Theo deploys $20M into Fidelity's FILQ fund. Tokenized Treasuries have reached $15B onchain. The allocation is 9% of Theo's TVL, and the fund carries a Moody's AAA rating.
Theo has deployed $20 million into Fidelity International's tokenized liquidity fund. The allocation goes into FILQ, the USD Digital Liquidity Fund that launched on May 13, 2026. It operates on Ethereum with plans for ZKsync integration, and it carries a Moody's AAA-mf rating.
Theo raised $20 million in April 2025 in a round led by Hack VC and Anthos Capital. Citadel and Jane Street are among the investors. The platform holds more than $225 million in total value locked and has processed over $1 billion in volume. The $20 million allocation is roughly 9% of its TVL.

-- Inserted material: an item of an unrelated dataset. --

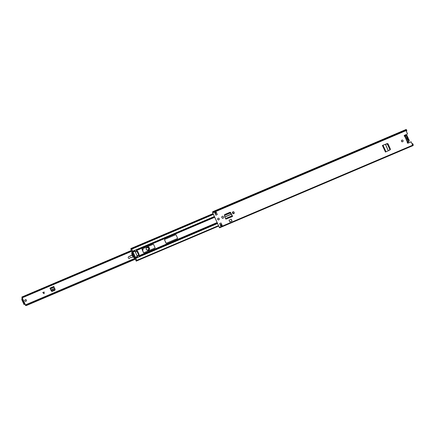 <?xml version="1.0" encoding="UTF-8"?>
<svg xmlns="http://www.w3.org/2000/svg" width="435" height="435" viewBox="0 0 435 435"><rect width="100%" height="100%" fill="white"/><g stroke="black" fill="none" stroke-linecap="round" stroke-linejoin="round"><path stroke-width="0.65" d="M403.022 141.353A0.87 0.854 32.9 0 1 401.679 141.408A0.87 0.854 32.9 0 1 401.559 140.407M401.913 140.13A0.87 0.854 32.9 0 1 403 141.397A0.87 0.854 32.9 0 1 401.614 141.473A0.87 0.854 32.9 0 1 401.913 140.13M234.215 213.28A0.892 0.87 32.9 0 1 232.687 213.101L232.578 212.856A0.892 0.87 32.9 0 1 232.611 212.068M233.807 213.645A0.892 0.87 32.9 0 1 232.633 213.183L232.524 212.938A0.892 0.87 32.9 0 1 233.394 211.72A0.892 0.87 32.9 0 1 234.139 212.247L234.253 212.492A0.892 0.87 32.9 0 1 233.807 213.645M219.207 219.496A0.87 0.854 32.9 0 1 217.864 219.55A0.87 0.854 32.9 0 1 217.745 218.549M218.093 218.272A0.87 0.854 32.9 0 1 219.18 219.539A0.87 0.854 32.9 0 1 217.794 219.615A0.87 0.854 32.9 0 1 218.093 218.272M223.53 217.821A0.892 0.87 32.9 0 1 222.002 217.641L221.893 217.397A0.892 0.87 32.9 0 1 221.926 216.608M223.122 218.191A0.892 0.87 32.9 0 1 221.948 217.723L221.839 217.478A0.892 0.87 32.9 0 1 222.709 216.26A0.892 0.87 32.9 0 1 223.454 216.793L223.568 217.038A0.892 0.87 32.9 0 1 223.122 218.191M224.471 215.358A0.778 0.761 32.9 0 1 224.89 214.444L229.778 212.367A0.778 0.761 32.9 0 1 230.778 212.737L232.355 215.863M215.852 215.146L214.575 212.302L215.977 211.704L217.261 214.547L215.852 215.146L214.575 212.302M221.051 222.981L222.328 225.83L220.92 226.428L219.642 223.579L221.051 222.981M404.316 135.437A0.582 0.571 32.9 0 0 404.822 136.285L404.767 136.367A0.582 0.571 32.9 0 1 404.539 135.269L407.53 133.996L406.018 130.641L212.715 212.818L219.561 227.837L412.853 145.66M407.377 142.256A0.582 0.571 32.9 0 0 408.128 143.055L411.118 141.788L412.864 145.66L413.25 145.072L413.081 144.442L412.723 143.648L412.103 143.974M411.064 141.87L408.079 143.137A0.582 0.571 32.9 0 1 407.399 142.229L407.981 141.647M389.863 149.944L389.972 149.89A0.778 0.761 32.9 0 0 390.325 148.906L388.129 144.023A0.778 0.761 32.9 0 0 387.15 143.604L382.376 145.464L386.764 143.838L387.536 144.425L386.601 143.963L384.219 144.795M231.284 219.213L229.033 220.17L229.74 221.888L231.991 220.931L231.284 219.213L231.991 220.931M389.907 149.868L390.026 149.809A0.778 0.761 -147.1 0 0 390.298 149.586M224.585 214.683A0.778 0.761 -147.1 0 0 224.525 215.271M221.002 225.596L222.029 225.167L220.762 225.841L219.718 223.546M217.234 214.498L215.907 215.064M411.118 141.788L412.685 145.23L413.06 144.648L412.674 143.729M406.018 130.641L405.85 130.011L406.23 129.423L406.883 130.652L406.415 129.853L406.04 130.435L407.53 133.996M219.778 227.744L413.114 145.562M405.969 129.543L212.666 211.72L212.715 212.818M406.23 129.423L212.911 211.617M406.828 130.728L406.257 130.973M412.723 143.648L412.081 143.925M221.861 224.792L220.529 225.357M221.883 224.841L220.55 225.406M405.953 129.853L212.644 212.035M220.92 226.428L220.762 225.841L222.078 225.281M214.857 212.699L216.173 212.144L214.857 212.699M407.399 142.229L404.767 136.367L405.534 136.209M232.045 215.613L230.844 213.411L229.838 213.204L224.906 215.298L224.509 216.108L225.531 218.555L225.901 219.131L232.464 216.342M225.966 219.104L232.611 216.434M229.838 213.204L229.772 212.922L224.868 215.004L224.509 216.108M229.772 212.922L230.778 213.128L232.094 215.532M389.657 150.129L385.459 152.038L382.517 145.475M385.437 151.994L382.376 145.464M382.952 145.23L384.274 144.714M389.445 150.292L389.749 149.352L387.536 144.425M389.749 149.352L387.705 144.306M389.912 149.216L389.608 150.157M404.496 136.171A1.512 1.479 32.9 0 1 407.116 137.514L407.454 137.944A0.386 0.381 32.9 0 1 407.28 137.982L406.964 137.808A0.386 0.381 32.9 0 1 406.91 137.503A1.316 1.289 -147.1 0 0 404.68 136.264M407.04 139.211L407.002 139.265A0.544 0.533 -147.1 0 0 406.622 138.417L406.187 137.743A1.376 1.343 32.9 0 1 406.964 137.808M407.28 137.982A1.376 1.343 32.9 0 1 407.845 139.238A0.386 0.381 32.9 0 1 407.992 139.14L408.302 138.901A1.512 1.479 -147.1 0 0 407.546 137.215L407.214 137.732M406.187 137.743L405.55 136.329M407.377 142.261A1.316 1.289 -147.1 0 0 407.954 139.831A0.386 0.381 32.9 0 1 407.764 139.581A1.376 1.343 32.9 0 1 407.285 140.184L407.002 139.265M407.921 141.598L407.285 140.184M407.454 137.944A1.512 1.479 32.9 0 1 407.992 139.14M407.764 139.581L407.845 139.238M155.045 247.993A0.386 0.381 32.9 0 1 154.903 248.091L144.012 252.724A0.386 0.381 32.9 0 1 143.501 252.523L142.082 249.364A0.386 0.381 32.9 0 1 142.082 249.043M177.54 238.429A0.386 0.381 32.9 0 1 177.398 238.532L166.502 243.165A0.386 0.381 32.9 0 1 165.996 242.958L164.571 239.799A0.386 0.381 32.9 0 1 164.577 239.478M139.189 254.665L138.825 254.888M139.249 256.753L138.798 255.552L137.145 256.253L137.819 257.379L139.292 256.683M134.709 250.413L136.079 249.831L136.992 251.098L137.65 251.158L139.178 254.567L138.781 255.073L139.205 256.786M131.582 248.597L136.992 260.793L218.669 226.069M164.713 239.38L175.609 234.748A0.386 0.381 32.9 0 1 176.121 234.949L177.54 238.114A0.386 0.381 32.9 0 1 177.344 238.614L166.453 243.247A0.386 0.381 32.9 0 1 165.942 243.04L164.522 239.881A0.386 0.381 32.9 0 1 164.713 239.38M153.626 244.513L155.045 247.673A0.386 0.381 32.9 0 1 154.855 248.173L143.958 252.806A0.386 0.381 32.9 0 1 143.447 252.604L142.027 249.445A0.386 0.381 32.9 0 1 142.218 248.94L153.115 244.312A0.386 0.381 32.9 0 1 153.626 244.513M232.747 211.921L233.519 213.634M213.063 213.596L131.734 248.173L131.707 248.483M137.145 256.253L137.03 255.834L138.683 255.133L138.798 255.552M135.356 251.947L137.03 255.834M135.584 257.678L132.952 251.773L132.251 252.072L131.984 251.675L132.675 251.381M135.72 258.145L135.024 258.444L134.915 258.124L135.562 257.585M132.251 252.072L134.861 257.884M131.593 248.961L130.897 249.26L131.984 251.675M137.128 251.191L138.798 254.915M135.024 258.444L136.106 260.853L136.802 260.56M130.897 249.26L131.044 248.434L131.761 248.124L131.044 248.434M130.783 248.842L131.751 248.135M136.851 260.641L136.302 261.147L136.106 260.853M134.932 258.2A5.236 5.122 32.9 0 1 132.039 251.789M136.302 261.147L137.063 260.761M131.484 248.543L131.56 248.869M132.441 252.49A4.752 4.649 -147.1 0 0 134.551 257.199M134.719 257.563A4.752 4.649 32.9 0 1 132.381 252.36M134.698 250.44L135.089 251.686L136.742 250.984L136.068 249.859L134.719 250.408M137.074 255.769L138.683 255.133M136.742 250.984L138.727 255.068M136.927 251.272L135.285 251.974L135.089 251.686M26.415 300.884A0.87 0.854 32.9 0 1 24.925 300.699A0.87 0.854 32.9 0 1 24.953 299.938M26.443 300.123A0.87 0.854 -147.1 0 0 24.92 299.981A0.87 0.854 -147.1 0 0 25.589 301.314A0.87 0.854 -147.1 0 0 26.443 300.123M51.308 290.966L49.954 288.117L53.82 286.475L55.049 289.373A0.778 0.761 32.9 0 1 54.652 290.346L52.314 291.341A0.778 0.761 32.9 0 1 51.308 290.966L50.302 288.666L54.087 287.062L50.324 288.666M51.368 290.874A0.778 0.761 -147.1 0 0 52.374 291.249L52.314 291.341M54.652 290.346L52.374 291.249M54.712 290.254A0.778 0.761 -147.1 0 0 55.017 290.014M42.717 292.576L44.174 291.956L44.114 293.75L42.717 292.576M25.458 304.875L22.288 297.812M131.62 250.87L22.468 297.268L22.033 297.883L21.908 297.339L22.386 296.898L22.468 297.268M131.462 250.522L22.386 296.898M131.794 251.256L22.033 297.883M21.891 297.018L131.43 250.451L21.913 296.996L21.908 297.339M135.367 259.2L26.285 305.577L25.545 305.43M135.252 258.95L26.1 305.354L26.285 305.577M25.545 305.5L25.322 304.935L134.975 258.319M25.279 305.104L26.1 305.354M22.489 298.214L21.87 298.589L21.87 299.884L24.007 304.5L25.029 304.228M22.43 298.312L21.87 298.589M24.991 304.234L22.359 298.377L22.359 299.671L24.306 304L24.925 304.261M50.368 288.65L51.297 290.515L52.314 290.792L54.674 289.786L55.066 288.916M49.954 288.117L50.302 288.666M42.733 292.57L44.12 293.739M148.678 248.26A1.359 1.327 -147.1 0 0 146.307 248.048A1.359 1.327 -147.1 0 0 147.351 250.114A1.359 1.327 -147.1 0 0 148.678 248.26M146.339 247.999A1.359 1.327 -147.1 0 0 147.362 250.016A1.261 1.234 -147.1 0 0 148.591 248.298A1.261 1.234 -147.1 0 0 146.388 248.097A1.261 1.234 -147.1 0 0 146.307 249.266M142.468 250.223L142.898 250.022A0.544 0.533 -147.1 0 0 143.061 249.897M142.501 250.304L142.805 250.163A0.544 0.533 -147.1 0 0 143.061 249.467A0.544 0.533 -147.1 0 0 142.403 249.163L142.049 249.266M147.182 246.83A1.996 1.952 32.9 0 1 148.558 250.429L146.948 251.474M147.547 246.678A1.996 1.952 32.9 0 1 149.167 249.793M130.032 257.727A0.723 0.707 -147.1 0 0 130.016 257.77L129.924 257.911A0.908 0.886 32.9 0 1 128.602 258.314A0.908 0.886 32.9 0 1 128.689 256.759L132.093 255.171M132.691 254.888L133.371 254.567M129.924 257.911A0.723 0.707 32.9 0 1 130.598 257.476L131.528 257.498A1.087 1.066 -147.1 0 0 131.941 257.422L133.181 256.944M134.252 256.53L133.888 256.672M128.374 257.009A0.908 0.886 32.9 0 1 128.776 256.617L132.061 255.084M132.659 254.801L133.338 254.486M147.492 250.022A1.359 1.327 -147.1 0 0 148.618 249.472M148.536 249.418A1.261 1.234 -147.1 0 0 148.661 248.222M147.465 247.444A1.261 1.234 -147.1 0 0 146.421 248.053M412.57 145.225L219.267 227.402M413.027 144.523L412.456 144.763M413.06 144.648L412.51 144.882M412.929 144.871L412.576 145.024L412.929 144.85M406.225 129.434L212.916 211.611M405.85 130.011L212.541 212.193M406.306 137.922L407.209 139.934M232.105 215.76L225.531 218.555M231.387 214.243L224.955 216.978M231.328 214.134L224.906 216.864M224.868 215.004L224.906 215.298M230.778 213.128L230.844 213.411M386.03 151.864L383.077 145.295M388.324 150.793L385.421 144.344M388.379 150.766L385.486 144.322M408.313 139.021L408.068 139.63A1.512 1.479 32.9 0 1 407.323 142.419L408.965 141.239A1.512 1.479 -147.1 0 0 408.4 139.113L408.313 139.021M406.91 137.503L407.454 137.003L408.307 138.895M407.361 136.035A1.512 1.479 -147.1 0 0 404.719 135.802C405.676 134.85 406.556 134.926 407.361 136.035L407.454 136.998A1.512 1.479 -147.1 0 0 407.361 136.035M407.97 139.412L407.954 139.831M217.087 222.557L139.069 255.72M217.13 222.649L139.108 255.818M137.291 256.59L135.519 257.346M137.253 256.492L135.486 257.243M214.558 216.924L136.432 250.136M214.368 216.505L132.615 251.261M134.719 250.864L132.131 251.93M134.883 251.223L133.115 251.974M134.845 251.142L133.072 251.892M214.683 217.201L136.655 250.37M214.721 217.282L136.704 250.451M137.476 256.998L135.606 257.792M217.527 223.53L135.774 258.287M217.315 223.057L139.189 256.269M216.287 212.394L214.955 212.96M213.123 213.737L131.696 248.352M216.586 213.058L215.254 213.623M213.427 214.401L131.674 249.157M221.632 224.286L220.306 224.857M218.473 225.634L136.72 260.386M134.915 258.124L135.611 257.83M44.12 293.5L43.576 292.211M24.007 304.5L24.496 304.288M21.75 299.481L22.239 299.269M23.816 304.206L24.306 304M21.87 299.884L22.359 299.671M54.788 288.72L51.151 290.27M54.658 288.405L50.987 289.966M54.157 287.225L50.455 288.802M43.397 292.287L43.951 293.592M412.864 145.66L219.561 227.837M232.475 216.342L225.901 219.131M385.459 152.038L382.506 145.469M408.965 141.239L409.069 139.825L408.405 139.113M404.719 135.802L404.485 136.166M216.228 212.253L214.895 212.818M216.342 212.503L215.01 213.074M213.177 213.851L131.522 248.564M221.834 224.726L220.501 225.292M135.285 251.974L136.938 251.272M131.424 250.435L21.913 296.996"/></g></svg>

Tokenized US Treasuries have surged past $15 billion onchain as of May 2026. That is up from about $5 billion in March 2025, a threefold increase in 14 months. BlackRock's BUIDL fund and Franklin Templeton have been the most visible players driving that expansion.
Smart contract vulnerabilities and regulatory uncertainty around tokenized securities remain real concerns. The concentration of TVL across a small number of platforms is another risk factor. For Theo, the allocation to a single fund introduces concentration risk on its own, though the AAA-mf rating on FILQ covers the credit side.
The fund targets professional and institutional investors with liquidity backed by government securities. Fidelity International built FILQ on Sygnum's Desygnate platform.